Any input would be really gratefully received as ever

S

(P.s hopefully attached pic works as I'm on my mob)


----------



## REVERSiN (Sep 28, 2015)

Sorry for you door fella bad drivers do come in different shapes even if it's a rover a subaru driver might be more careless around his car it's depending on the way they get the money buying these stuff the easier it comes the easier it's neglected.
Do you feel the mark with your fingers ? If it's smooth try compounding with orange pad might cut it.
If you can feel it I recommend you don't wet sand as it's the only mark on door touch up would be safer for you but you can always wet sand it just VERY CAREFUL.


----------



## Scuff (May 23, 2015)

REVERSiN said:


> Sorry for you door fella bad drivers do come in different shapes even if it's a rover a subaru driver might be more careless around his car it's depending on the way they get the money buying these stuff the easier it comes the easier it's neglected.
> Do you feel the mark with your fingers ? If it's smooth try compounding with orange pad might cut it.
> If you can feel it I recommend you don't wet sand as it's the only mark on door touch up would be safer for you but you can always wet sand it just VERY CAREFUL.
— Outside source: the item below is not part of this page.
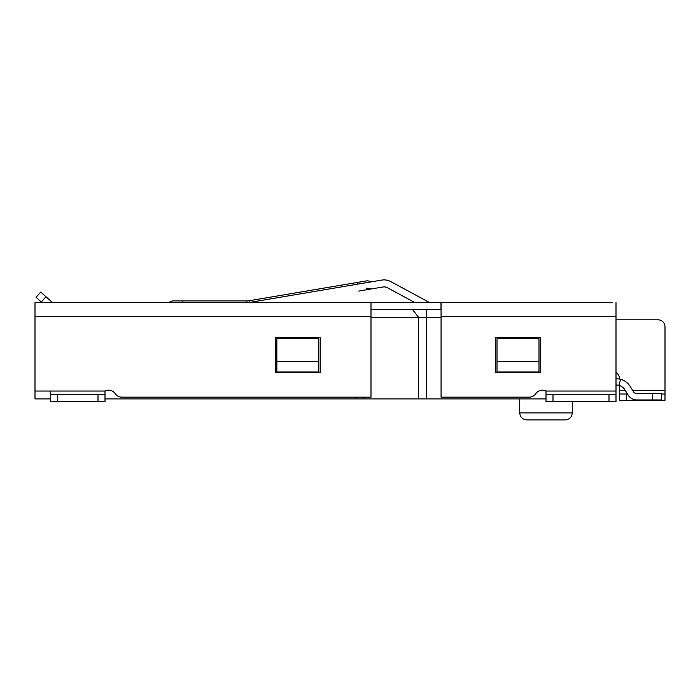 <?xml version="1.0" encoding="UTF-8"?>
<svg xmlns="http://www.w3.org/2000/svg" width="700" height="700" viewBox="0 0 700 700"><rect width="100%" height="100%" fill="white"/><g stroke="black" fill="none" stroke-linecap="round" stroke-linejoin="round"><path stroke-width="1.05" d="M105 394.537L50.75 394.537L50.75 401.537L105 401.537L105 391.037A7.945 7.945 0 0 1 115.211 393.662A7.945 7.945 0 0 0 121.8 397.162L371 397.162L371 316.662L35 316.662L35 398.912L50.75 398.912M105 398.912L546 398.912M318.85 361.463L318.85 338.713L276.85 338.713L276.85 371.963L318.85 371.963L318.85 361.463L276.85 361.463M412.606 309.662L418.6 317.363L371 317.363M418.6 398.912L418.6 317.363L426.65 317.363L426.65 398.912M497 338.713L539 338.713L539 371.963L497 371.963L497 338.713M441.07 317.363L426.65 317.363L426.65 309.662M539 361.463L497 361.463M519.75 412.912L572.25 412.912C571.839 417.165 569.503 419.493 565.25 419.912L526.75 419.912C522.462 419.457 520.126 417.121 519.75 412.912L519.75 398.912M619.5 385.507L619.5 400.312L665 400.312L665 326.812A7 7 0 0 0 658 319.812L616 319.812L658 319.812M619.5 378.613A7 7 0 0 0 616 372.549A7 7 0 0 1 619.5 378.613L619.5 378.989M627.471 394.012L619.5 394.012M665 394.012L661.5 394.012M620.611 379.251L618.887 385.315A10.5 10.5 0 0 1 624.942 389.9L628.058 394.966A10.5 10.5 0 0 0 637 399.963L652.75 399.963L652.75 393.662L637 393.662A4.2 4.2 0 0 1 633.421 391.659L630.306 386.592A16.8 16.8 0 0 0 620.611 379.251L616 378.613M618.887 385.315A10.5 10.5 0 0 1 624.942 389.9L628.058 394.966L624.942 389.9A10.5 10.5 0 0 0 618.887 385.315L616 384.912M652.75 393.662L661.5 393.662L661.5 399.963L652.75 399.963M372.19 281.706L367.334 280.752L357.227 282.467L357.516 284.191M415.012 302.662L387.424 287.735A7 7 0 0 0 382.926 286.991L358.689 291.095M182.7 302.662L182.7 300.912L246.855 300.912L246.855 302.662L248.15 302.61A17.5 17.5 0 0 0 249.777 302.418L381.754 280.088A14 14 0 0 1 390.749 281.584L429.73 302.662M249.777 302.418L249.48 300.685L357.227 282.467M612.483 302.662L35 302.662L35 316.662M441.07 309.662L371 309.662M616 302.662L616 316.662L441.07 316.662L441.07 397.162L529.2 397.162A7.945 7.945 0 0 0 535.789 393.662A7.945 7.945 0 0 1 546 391.037L616 391.037L616 316.662M616 394.537L546 394.537L546 401.537L616 401.537L616 391.037M35 391.037L105 391.037M540.4 372.662L495.6 372.662L495.6 337.662L540.4 337.662L540.4 372.662M320.25 372.662L275.45 372.662L275.45 337.662L320.25 337.662L320.25 372.662M441 302.662L441 309.662M441.07 316.662L441.07 302.662M371 302.662L371 316.662M546 394.537L546 391.037M50.75 394.537L50.75 391.037M42.035 302.662L36.059 297.273L40.74 292.075L52.614 302.662M182.7 300.912L172.454 300.912L167.825 302.662M249.48 300.685A15.75 15.75 0 0 1 246.855 300.912A15.75 15.75 0 0 0 249.48 300.685M355.25 397.162L355.25 398.912M363.3 397.162L363.3 398.912M665 390.512L632.712 390.512M625.31 390.512L619.5 390.512M626.5 400.312L626.5 394.012M553 401.537L553 394.537M609 401.537L609 394.537M57.75 401.537L57.75 394.537M98 401.537L98 394.537M41.265 301.963L45.946 296.756M572.25 412.912L572.25 401.537M366.161 288.05L371.017 289.004"/></g></svg>

Haha very true - actually I used to be a Subaru owner but that's by the by. I can feel it with my nail so am thinking maybe a smart repair might be the way forward but never had one before and don't want someone sticking 2 inches of dulux on it and ruining the whole door! I suspect that the paint has a clear coat, would a smart repairer put the clear coat back on? Is smart any good? (Appreciate this is probably the most asked question on smart repairs!)


----------



## TonyHill (Jul 28, 2015)

You'll probably find that it's 'her' car. I'm a mobile valeter, and virtually all Range Rovers I do are driven by women. I currently have a client with a 64 plate, she's had it since new and virtually every panel has a scuff or mark on it....easy come easy go for some people!!


----------



## Soul boy 68 (Sep 8, 2013)

If it's not to deep like it catches your finger nail then with one or two more hits with polish, maybe next grade up with pad and hopefully should come out, just don't go heavy with the machine.


----------



## DrEskimo (Jan 7, 2016)

If the dent is all the way to the metal, I have very similar damage to my old black A5.



The small white marks were from my GF leaning the door against the brick pillar in the car park.

Used touch up paint to fill in the chip, then after leaving it to dry for 24hrs I used 2500 and 3000 wet and dry paper to sand back the touch up paint level.



Then, using a DA and very light polish I polished out the sanding marks and was left with this.



Could still see it if you knew where to look, but I was chuffed with the results. Can use more paint and rinse and repeat if desired, but I was happy to call it quits at this point!

Just going through the same procedure with a rather nasty stone ship on my blue S5.



Panel wiped, lightly sanded with 3000 wet and dry, and applied wax around the area (used panel wipe on a cotton bud to get any wax out of the chipped area)



Pretty deep this one so have applied 2 coats today, going to sand it back when the weather is decent then probably apply another coat of base. After happy with it being level and sanded back, will apply the clear coat, sand back and then buff out any sanding marks.

Hope this helps


----------



## Scuff (May 23, 2015)

DrEskimo said:


> If the dent is all the way to the metal, I have very similar damage to my old black A5.
> 
> 
> 
> ...


Wow doc that's a really impressive result. Assume the black wasnt metallic?

Would be really good to see how you get on with the sanding on the s5. Ive never even thought of wet n drying metallic as thought it wouldn't work because of the metallic flecks (that said I am relatively new to this).

Do you have a paint thickness gauge and did you just use a pen and clear coat kit from Audi or did you have paint made up?

Thanks again for the input!


----------



## DrEskimo (Jan 7, 2016)

Scuff said:


> Wow doc that's a really impressive result. Assume the black wasnt metallic?
> 
> Would be really good to see how you get on with the sanding on the s5. Ive never even thought of wet n drying metallic as thought it wouldn't work because of the metallic flecks (that said I am relatively new to this).
> 
> ...


Nope, metallic paint. Was Phantom Black and had tonnes of fleck in it. This was it after a 2 stage polish.



The black paint was a cheap touch up bottle off eBay. Had alright results on the A5, but tried on my GF Pepper White Mini and it was a disaster...!

For the S5 I have ordered direct from the dealer. About 5x the cost..but worth it I think! I don't use the brush provided, I used a very fine artist brush. Was going to use a ****tail stick, but the chip was too big. Here is a video from Larry going into detail on the method I adopted from him.






No PDG, so working sort of blind...! Its' a 4 month old car so I know its all healthy paint, and I have a fair amount to play with. I am worried about the S5 chip being so close to the edge of the bonnet though....

You will never get it 100%. The most important thing is protection. It can look 80% though.


----------



## Scuff (May 23, 2015)

DrEskimo said:


> Paint Chip Touch-up -- /DRIVE CLEAN - YouTube


Really useful video thanks! Never thought of using wax to stop the paint overflowing. Any idea why it didn't work on your gf white mini? Be interested to see your thread on the s5 repair if you have one.

Thanks again buddy


----------



## pdrpaul (Aug 6, 2013)

brilliant video that:thumb:


----------



## DrEskimo (Jan 7, 2016)

Scuff said:


> Really useful video thanks! Never thought of using wax to stop the paint overflowing. Any idea why it didn't work on your gf white mini? Be interested to see your thread on the s5 repair if you have one.
> 
> Thanks again buddy


Think it was just cheap paint. Very watery. Must of got lucky with the one for my my A5.

Yup will make a thread when I finish the repair


----------